Alpine Linux limits DNS response size to 512 bytes. If you try to connect to your Amazon ES domain from Alpine Linux, DNS resolution can fail if the domain is in a VPC and has more than 20 nodes. If your domain is in a VPC, we recommend using other Linux distributions, such as Debian, Ubuntu, CentOS, Red Hat Enterprise Linux, or Amazon Linux 2, to connect to it.

Certificate error when using SDK

Because AWS SDKs use the CA certificates from your computer, changes to the certificates on the AWS servers can cause connection failures when you attempt to use an SDK. Error messages vary, but typically contain the following text:

Failed to query Elasticsearch ... SSL3_GET_SERVER_CERTIFICATE:certificate verify failed

You can prevent these failures by keeping your computer's CA certificates and operating system up-to-date. If you encounter this issue in a corporate environment and do not manage your own computer, you might need to ask an administrator to assist with the update process.

The following list shows minimum operating system and Java versions:

  • Microsoft Windows versions that have updates from January 2005 or later installed contain at least one of the required CAs in their trust list.
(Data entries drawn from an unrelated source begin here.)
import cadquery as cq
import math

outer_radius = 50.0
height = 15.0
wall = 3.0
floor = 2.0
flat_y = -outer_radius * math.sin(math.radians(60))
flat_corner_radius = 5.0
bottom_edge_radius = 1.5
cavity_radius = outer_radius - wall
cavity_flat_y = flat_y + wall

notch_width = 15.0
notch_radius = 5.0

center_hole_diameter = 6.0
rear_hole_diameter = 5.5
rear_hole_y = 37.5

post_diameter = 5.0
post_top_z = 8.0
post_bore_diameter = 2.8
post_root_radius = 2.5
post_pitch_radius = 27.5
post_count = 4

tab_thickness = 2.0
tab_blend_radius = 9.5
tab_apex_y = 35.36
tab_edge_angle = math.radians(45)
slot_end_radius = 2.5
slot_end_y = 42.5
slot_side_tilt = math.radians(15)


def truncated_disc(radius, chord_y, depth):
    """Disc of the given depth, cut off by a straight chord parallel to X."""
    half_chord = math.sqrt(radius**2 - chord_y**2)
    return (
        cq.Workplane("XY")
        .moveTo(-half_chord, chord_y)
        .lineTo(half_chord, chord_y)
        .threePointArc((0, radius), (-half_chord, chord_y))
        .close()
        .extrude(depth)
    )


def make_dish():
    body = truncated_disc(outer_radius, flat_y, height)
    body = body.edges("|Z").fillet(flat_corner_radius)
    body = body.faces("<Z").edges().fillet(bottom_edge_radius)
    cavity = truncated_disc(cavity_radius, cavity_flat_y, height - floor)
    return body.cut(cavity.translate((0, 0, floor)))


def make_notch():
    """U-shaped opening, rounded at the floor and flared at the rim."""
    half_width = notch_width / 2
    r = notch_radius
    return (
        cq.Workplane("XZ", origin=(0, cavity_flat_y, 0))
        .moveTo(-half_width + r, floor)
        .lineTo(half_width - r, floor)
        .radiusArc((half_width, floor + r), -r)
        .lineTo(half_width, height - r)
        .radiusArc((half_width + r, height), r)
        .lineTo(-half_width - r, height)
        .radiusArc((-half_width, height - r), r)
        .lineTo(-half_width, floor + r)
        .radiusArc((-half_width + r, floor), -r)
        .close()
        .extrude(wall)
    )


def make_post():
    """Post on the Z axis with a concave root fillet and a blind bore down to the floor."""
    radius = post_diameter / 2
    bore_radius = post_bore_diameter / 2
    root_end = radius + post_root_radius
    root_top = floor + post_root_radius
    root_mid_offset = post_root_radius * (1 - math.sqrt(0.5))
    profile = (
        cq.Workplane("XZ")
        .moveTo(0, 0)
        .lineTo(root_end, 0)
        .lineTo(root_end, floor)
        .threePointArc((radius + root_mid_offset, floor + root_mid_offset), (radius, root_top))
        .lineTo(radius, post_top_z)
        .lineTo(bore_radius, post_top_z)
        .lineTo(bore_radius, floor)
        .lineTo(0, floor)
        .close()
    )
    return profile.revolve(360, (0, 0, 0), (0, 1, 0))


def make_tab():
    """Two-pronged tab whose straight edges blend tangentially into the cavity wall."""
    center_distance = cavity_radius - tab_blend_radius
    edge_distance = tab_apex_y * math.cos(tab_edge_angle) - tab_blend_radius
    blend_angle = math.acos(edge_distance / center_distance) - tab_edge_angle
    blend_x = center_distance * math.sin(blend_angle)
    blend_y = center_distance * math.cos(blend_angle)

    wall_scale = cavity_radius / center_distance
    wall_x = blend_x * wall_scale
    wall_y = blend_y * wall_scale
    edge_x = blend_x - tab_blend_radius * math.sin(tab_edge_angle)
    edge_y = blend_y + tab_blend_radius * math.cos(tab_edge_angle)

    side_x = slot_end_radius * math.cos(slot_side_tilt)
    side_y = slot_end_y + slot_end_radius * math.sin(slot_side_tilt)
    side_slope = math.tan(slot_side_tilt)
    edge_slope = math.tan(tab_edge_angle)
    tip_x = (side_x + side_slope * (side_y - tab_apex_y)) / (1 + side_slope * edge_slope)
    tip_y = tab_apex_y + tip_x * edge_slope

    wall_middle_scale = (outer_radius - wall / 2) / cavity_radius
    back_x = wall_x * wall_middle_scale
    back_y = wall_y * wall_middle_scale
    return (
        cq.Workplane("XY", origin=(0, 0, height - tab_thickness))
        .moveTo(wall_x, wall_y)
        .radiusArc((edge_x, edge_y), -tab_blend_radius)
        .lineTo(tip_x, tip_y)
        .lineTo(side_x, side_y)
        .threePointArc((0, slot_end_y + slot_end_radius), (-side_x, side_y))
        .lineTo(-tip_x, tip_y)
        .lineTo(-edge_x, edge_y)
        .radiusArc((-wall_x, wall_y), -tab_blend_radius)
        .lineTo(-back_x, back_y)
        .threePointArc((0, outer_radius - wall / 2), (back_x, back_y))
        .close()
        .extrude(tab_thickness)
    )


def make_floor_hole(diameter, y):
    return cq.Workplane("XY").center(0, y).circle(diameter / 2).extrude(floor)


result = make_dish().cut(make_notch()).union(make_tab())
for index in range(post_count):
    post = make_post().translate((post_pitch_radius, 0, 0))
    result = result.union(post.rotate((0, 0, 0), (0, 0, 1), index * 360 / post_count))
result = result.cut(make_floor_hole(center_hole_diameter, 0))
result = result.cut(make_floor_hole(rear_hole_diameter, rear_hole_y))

  • Mac OS X 10.4 with Java for Mac OS X 10.4 Release 5 (February 2007), Mac OS X 10.5 (October 2007), and later versions contain at least one of the required CAs in their trust list.

  • Red Hat Enterprise Linux 5 (March 2007), 6, and 7 and CentOS 5, 6, and 7 all contain at least one of the required CAs in their default trusted CA list.

  • Java 1.4.2_12 (May 2006), 5 Update 2 (March 2005), and all later versions, including Java 6 (December 2006), 7, and 8, contain at least one of the required CAs in their default trusted CA list.

The three certificate authorities are:

  • Amazon Root CA 1

  • Starfield Services Root Certificate Authority - G2

  • Starfield Class 2 Certification Authority

Root certificates from the first two authorities are available from Amazon Trust Services, but keeping your computer up-to-date is the more straightforward solution. To learn more about ACM-provided certificates, see AWS Certificate Manager FAQs.


Currently, Amazon ES domains in the us-east-1 region use certificates from a different authority. We plan to update the region to use these new certificate authorities in the near future.